# Would it be nuts to FINANCE a new machine?



## tdipaul (Jul 11, 2015)

The only thing I've ever financed are cars and houses, nothing this small. 

Spreading the purchase out would definitely open up the opportunity to bring home a better machine. _And if there is no interest or penalty, why not!_ 

Has anyone taken this route and had success (or regretted it/been hit with hidden fees/etc)?

For example:


----------



## YSHSfan (Jun 25, 2014)

If Honda gives you 0% financing on their new line of blowers, I would definitely finance it. That way you can bring a decent size blower home. 
Do a couple of extra driveways and it will pay itself off..... :icon_whistling::icon_whistling::icon_whistling:.

:blowerhug::blowerhug::blowerhug:


----------



## [email protected] (Nov 21, 2011)

Honda offers a special 12-months same-as-cash offer via Wells Fargo...it's basically a credit-card and you get the 12-months if used to purchase a Honda product...snowblowers included, and subject to individual dealer participation:

Honda Power Equipment - Special Offers


----------



## YSHSfan (Jun 25, 2014)

Thanks Robert. k:

:blowerhug:


----------



## Kiss4aFrog (Nov 3, 2013)

Just make sure you make those payments and get it paid off in time. If I remember right, if you miss a payment somewhere along the line, ALL the interest from the time of purchase gets applied.

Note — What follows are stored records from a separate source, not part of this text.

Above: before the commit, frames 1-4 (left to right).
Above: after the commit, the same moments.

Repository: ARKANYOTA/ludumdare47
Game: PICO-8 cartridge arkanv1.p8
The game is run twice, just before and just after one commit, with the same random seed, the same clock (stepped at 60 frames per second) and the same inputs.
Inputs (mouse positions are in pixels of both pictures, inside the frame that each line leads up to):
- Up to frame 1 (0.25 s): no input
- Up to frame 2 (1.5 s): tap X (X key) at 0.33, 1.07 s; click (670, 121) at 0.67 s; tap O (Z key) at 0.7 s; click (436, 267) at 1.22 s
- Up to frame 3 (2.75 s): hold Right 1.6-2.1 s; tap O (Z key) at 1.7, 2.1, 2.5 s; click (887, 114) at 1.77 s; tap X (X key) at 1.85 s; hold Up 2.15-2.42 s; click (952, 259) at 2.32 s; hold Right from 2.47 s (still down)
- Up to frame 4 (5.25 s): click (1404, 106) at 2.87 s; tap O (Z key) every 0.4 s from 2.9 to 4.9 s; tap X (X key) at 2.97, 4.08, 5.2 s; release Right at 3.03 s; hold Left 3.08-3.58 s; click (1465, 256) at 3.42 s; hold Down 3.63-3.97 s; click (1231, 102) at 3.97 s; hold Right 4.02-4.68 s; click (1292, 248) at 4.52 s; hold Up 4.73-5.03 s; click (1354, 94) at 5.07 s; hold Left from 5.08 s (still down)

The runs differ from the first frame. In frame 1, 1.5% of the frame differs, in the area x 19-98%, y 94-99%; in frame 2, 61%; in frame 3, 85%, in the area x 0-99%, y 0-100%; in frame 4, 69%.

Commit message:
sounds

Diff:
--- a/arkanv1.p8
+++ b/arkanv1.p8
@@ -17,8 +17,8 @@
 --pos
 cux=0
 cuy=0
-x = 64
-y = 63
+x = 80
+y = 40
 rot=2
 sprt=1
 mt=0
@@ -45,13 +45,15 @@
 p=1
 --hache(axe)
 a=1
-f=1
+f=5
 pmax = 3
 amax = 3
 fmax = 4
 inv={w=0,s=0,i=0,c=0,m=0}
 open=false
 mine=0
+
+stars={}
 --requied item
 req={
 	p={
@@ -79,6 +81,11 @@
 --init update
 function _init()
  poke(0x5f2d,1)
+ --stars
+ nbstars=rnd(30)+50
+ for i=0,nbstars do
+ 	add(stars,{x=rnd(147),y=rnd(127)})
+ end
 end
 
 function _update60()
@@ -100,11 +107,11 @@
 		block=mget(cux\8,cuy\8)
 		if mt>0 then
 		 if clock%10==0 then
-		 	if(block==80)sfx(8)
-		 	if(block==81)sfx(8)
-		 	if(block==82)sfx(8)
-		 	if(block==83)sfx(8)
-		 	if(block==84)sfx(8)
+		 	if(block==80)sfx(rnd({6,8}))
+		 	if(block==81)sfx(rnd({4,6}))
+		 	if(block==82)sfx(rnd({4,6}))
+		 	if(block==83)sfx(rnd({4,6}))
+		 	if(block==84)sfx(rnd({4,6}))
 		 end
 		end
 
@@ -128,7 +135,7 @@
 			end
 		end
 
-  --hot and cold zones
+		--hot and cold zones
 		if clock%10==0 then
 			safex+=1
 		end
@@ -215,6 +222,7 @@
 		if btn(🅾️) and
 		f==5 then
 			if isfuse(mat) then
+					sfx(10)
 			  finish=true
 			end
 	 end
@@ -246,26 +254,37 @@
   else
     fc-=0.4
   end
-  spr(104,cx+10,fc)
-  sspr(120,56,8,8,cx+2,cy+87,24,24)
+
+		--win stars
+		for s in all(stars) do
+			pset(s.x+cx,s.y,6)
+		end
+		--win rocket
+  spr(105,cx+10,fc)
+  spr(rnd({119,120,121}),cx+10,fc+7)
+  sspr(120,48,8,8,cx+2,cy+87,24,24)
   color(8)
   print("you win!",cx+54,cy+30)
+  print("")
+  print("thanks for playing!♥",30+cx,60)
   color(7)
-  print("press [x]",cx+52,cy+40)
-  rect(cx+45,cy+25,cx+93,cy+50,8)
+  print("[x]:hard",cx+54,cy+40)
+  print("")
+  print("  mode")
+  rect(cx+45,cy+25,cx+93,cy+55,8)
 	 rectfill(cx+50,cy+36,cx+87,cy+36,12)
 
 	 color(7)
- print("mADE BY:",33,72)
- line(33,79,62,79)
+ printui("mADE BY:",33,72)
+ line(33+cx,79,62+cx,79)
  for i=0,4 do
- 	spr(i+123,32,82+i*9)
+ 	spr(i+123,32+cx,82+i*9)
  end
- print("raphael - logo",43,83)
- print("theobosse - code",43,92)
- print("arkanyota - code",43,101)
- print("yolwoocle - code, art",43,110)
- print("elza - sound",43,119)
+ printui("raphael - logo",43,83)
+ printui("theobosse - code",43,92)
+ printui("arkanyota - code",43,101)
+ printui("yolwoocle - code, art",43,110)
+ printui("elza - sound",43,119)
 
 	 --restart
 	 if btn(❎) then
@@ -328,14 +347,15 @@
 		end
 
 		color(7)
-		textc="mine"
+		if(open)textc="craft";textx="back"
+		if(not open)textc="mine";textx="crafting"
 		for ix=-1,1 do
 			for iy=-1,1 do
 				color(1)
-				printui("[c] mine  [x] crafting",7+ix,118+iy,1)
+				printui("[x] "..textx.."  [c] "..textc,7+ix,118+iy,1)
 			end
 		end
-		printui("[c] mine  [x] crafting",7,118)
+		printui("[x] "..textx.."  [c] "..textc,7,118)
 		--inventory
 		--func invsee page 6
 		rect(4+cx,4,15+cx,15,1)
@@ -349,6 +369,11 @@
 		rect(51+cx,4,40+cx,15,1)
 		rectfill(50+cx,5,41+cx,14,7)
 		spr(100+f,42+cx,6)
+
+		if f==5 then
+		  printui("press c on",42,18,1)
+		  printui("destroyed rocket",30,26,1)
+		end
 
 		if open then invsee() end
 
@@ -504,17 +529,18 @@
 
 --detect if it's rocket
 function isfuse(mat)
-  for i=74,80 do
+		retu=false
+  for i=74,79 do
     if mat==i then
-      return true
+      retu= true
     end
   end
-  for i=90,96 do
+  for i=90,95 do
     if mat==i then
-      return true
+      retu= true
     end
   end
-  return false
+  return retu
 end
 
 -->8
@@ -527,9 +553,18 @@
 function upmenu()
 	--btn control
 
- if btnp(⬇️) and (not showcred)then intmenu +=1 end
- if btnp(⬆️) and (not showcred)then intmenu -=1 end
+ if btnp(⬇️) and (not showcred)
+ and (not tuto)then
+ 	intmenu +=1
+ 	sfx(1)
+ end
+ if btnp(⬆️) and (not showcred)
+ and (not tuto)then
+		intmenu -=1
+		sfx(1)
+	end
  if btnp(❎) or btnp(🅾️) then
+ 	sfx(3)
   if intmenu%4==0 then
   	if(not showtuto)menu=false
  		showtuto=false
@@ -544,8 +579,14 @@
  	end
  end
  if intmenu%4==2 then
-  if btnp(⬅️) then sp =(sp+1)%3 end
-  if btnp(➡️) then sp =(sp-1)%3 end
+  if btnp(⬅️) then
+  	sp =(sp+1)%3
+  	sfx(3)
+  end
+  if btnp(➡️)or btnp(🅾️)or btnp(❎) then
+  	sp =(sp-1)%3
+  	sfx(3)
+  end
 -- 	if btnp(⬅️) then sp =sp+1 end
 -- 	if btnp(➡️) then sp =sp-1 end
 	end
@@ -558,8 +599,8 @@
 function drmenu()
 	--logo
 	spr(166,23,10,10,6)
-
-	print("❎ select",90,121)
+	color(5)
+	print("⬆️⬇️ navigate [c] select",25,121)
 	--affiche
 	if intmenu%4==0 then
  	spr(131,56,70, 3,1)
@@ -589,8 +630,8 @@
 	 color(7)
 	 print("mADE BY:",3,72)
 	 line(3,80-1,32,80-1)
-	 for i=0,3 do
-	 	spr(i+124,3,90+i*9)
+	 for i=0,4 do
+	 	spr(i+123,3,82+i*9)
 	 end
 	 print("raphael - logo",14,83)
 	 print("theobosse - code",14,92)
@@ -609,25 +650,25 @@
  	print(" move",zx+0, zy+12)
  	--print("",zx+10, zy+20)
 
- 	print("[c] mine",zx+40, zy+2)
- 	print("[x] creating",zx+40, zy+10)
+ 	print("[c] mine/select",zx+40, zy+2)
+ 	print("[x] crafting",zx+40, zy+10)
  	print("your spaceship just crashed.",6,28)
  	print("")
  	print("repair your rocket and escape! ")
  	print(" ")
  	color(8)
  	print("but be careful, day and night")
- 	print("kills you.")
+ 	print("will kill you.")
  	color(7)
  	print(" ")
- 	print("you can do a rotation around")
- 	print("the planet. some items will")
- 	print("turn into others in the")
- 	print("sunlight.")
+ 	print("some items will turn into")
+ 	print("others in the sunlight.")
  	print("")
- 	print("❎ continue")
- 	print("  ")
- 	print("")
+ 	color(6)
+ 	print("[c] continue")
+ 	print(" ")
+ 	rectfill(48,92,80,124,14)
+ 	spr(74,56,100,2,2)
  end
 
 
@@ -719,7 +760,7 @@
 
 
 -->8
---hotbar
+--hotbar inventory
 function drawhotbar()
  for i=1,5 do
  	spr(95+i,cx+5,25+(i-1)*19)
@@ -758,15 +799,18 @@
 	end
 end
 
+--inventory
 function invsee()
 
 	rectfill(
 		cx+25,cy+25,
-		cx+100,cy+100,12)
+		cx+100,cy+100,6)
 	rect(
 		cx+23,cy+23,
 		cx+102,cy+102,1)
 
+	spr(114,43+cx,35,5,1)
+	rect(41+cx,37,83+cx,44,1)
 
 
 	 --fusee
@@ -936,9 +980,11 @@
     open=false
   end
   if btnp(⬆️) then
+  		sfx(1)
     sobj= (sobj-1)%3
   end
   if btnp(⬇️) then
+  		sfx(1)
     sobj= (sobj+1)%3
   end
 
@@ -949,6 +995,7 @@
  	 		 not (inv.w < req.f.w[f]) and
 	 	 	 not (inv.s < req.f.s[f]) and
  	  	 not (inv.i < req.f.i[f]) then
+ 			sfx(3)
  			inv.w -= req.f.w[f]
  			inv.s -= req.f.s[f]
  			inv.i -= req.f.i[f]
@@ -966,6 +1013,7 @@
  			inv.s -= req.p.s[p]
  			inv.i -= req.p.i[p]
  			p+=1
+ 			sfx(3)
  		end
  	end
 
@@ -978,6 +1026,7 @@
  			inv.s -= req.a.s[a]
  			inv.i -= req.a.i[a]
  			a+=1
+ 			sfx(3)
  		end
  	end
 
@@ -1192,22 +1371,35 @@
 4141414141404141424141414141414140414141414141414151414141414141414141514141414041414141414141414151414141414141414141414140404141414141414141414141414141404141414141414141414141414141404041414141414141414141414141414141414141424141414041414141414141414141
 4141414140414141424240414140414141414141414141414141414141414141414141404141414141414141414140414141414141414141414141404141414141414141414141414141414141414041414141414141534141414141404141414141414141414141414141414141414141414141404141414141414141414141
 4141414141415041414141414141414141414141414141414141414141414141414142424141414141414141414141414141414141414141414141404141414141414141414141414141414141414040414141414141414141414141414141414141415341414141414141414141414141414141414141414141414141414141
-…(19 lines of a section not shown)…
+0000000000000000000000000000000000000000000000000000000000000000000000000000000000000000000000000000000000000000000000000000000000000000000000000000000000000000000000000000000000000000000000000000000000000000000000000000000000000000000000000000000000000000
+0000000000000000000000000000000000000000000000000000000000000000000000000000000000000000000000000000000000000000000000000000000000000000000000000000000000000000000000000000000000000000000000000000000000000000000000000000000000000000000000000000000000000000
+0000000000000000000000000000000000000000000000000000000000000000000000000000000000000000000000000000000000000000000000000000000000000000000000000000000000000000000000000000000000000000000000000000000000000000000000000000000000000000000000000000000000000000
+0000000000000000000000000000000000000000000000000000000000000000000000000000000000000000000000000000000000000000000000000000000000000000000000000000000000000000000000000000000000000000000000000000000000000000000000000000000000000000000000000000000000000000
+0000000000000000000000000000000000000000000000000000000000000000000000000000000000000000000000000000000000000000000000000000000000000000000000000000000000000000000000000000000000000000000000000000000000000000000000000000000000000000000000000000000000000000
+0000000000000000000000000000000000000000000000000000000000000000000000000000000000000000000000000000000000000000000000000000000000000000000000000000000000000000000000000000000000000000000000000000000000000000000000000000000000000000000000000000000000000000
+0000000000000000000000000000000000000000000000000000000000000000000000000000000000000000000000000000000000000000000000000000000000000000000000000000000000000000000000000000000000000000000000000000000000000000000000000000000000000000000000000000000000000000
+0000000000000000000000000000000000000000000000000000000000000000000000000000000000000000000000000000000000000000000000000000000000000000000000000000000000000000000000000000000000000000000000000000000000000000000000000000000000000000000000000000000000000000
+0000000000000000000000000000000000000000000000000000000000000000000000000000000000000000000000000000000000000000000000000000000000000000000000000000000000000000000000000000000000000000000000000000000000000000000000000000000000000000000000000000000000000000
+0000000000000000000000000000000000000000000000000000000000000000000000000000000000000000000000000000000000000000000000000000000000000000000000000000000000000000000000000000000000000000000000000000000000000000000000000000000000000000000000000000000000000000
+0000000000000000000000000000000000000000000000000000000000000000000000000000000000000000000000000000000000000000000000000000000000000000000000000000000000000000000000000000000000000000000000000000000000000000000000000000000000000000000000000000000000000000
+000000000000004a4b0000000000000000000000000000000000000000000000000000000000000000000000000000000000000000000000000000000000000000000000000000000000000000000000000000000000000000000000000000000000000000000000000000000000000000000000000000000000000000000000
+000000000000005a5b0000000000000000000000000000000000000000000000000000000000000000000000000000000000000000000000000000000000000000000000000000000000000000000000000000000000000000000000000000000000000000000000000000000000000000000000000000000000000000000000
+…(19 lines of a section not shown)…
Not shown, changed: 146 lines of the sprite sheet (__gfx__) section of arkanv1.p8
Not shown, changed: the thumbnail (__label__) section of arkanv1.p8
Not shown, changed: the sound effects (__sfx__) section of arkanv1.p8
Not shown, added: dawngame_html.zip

But knowing that it's always nice to use someone elses money for free.


----------



## micah68kj (Oct 8, 2011)

Sweet Bonny and I took advantage of a similar offer way back in 2006 buying a brand new car. 6 years @ 0% interest. No hidden fees or extra dealer costs tacked on. Still have the car and we're happy. 
I may very soon be buying a Gravely zero turn the same way but for only 4 years.


----------



## YSHSfan (Jun 25, 2014)

If you are responsable enough and know how to handle special financing offers you can not go wrong.
You can invest the total cost of the blower (if you have it handy) on something and make money out of it for some of the payments. In the end you'll have Your complete money, and the blower that cost you 1/2 - 3/4 of its value.k:k: k:


----------



## PixMan (Feb 14, 2015)

If that was available (along with the actual machines) when I spent a total of $3412.44 cash for one new and one barely used Ariens from authorized dealers in mid-February 2015, I'd be rocking new Hydro Pro 28 and 32 instead of the two you see in my sig.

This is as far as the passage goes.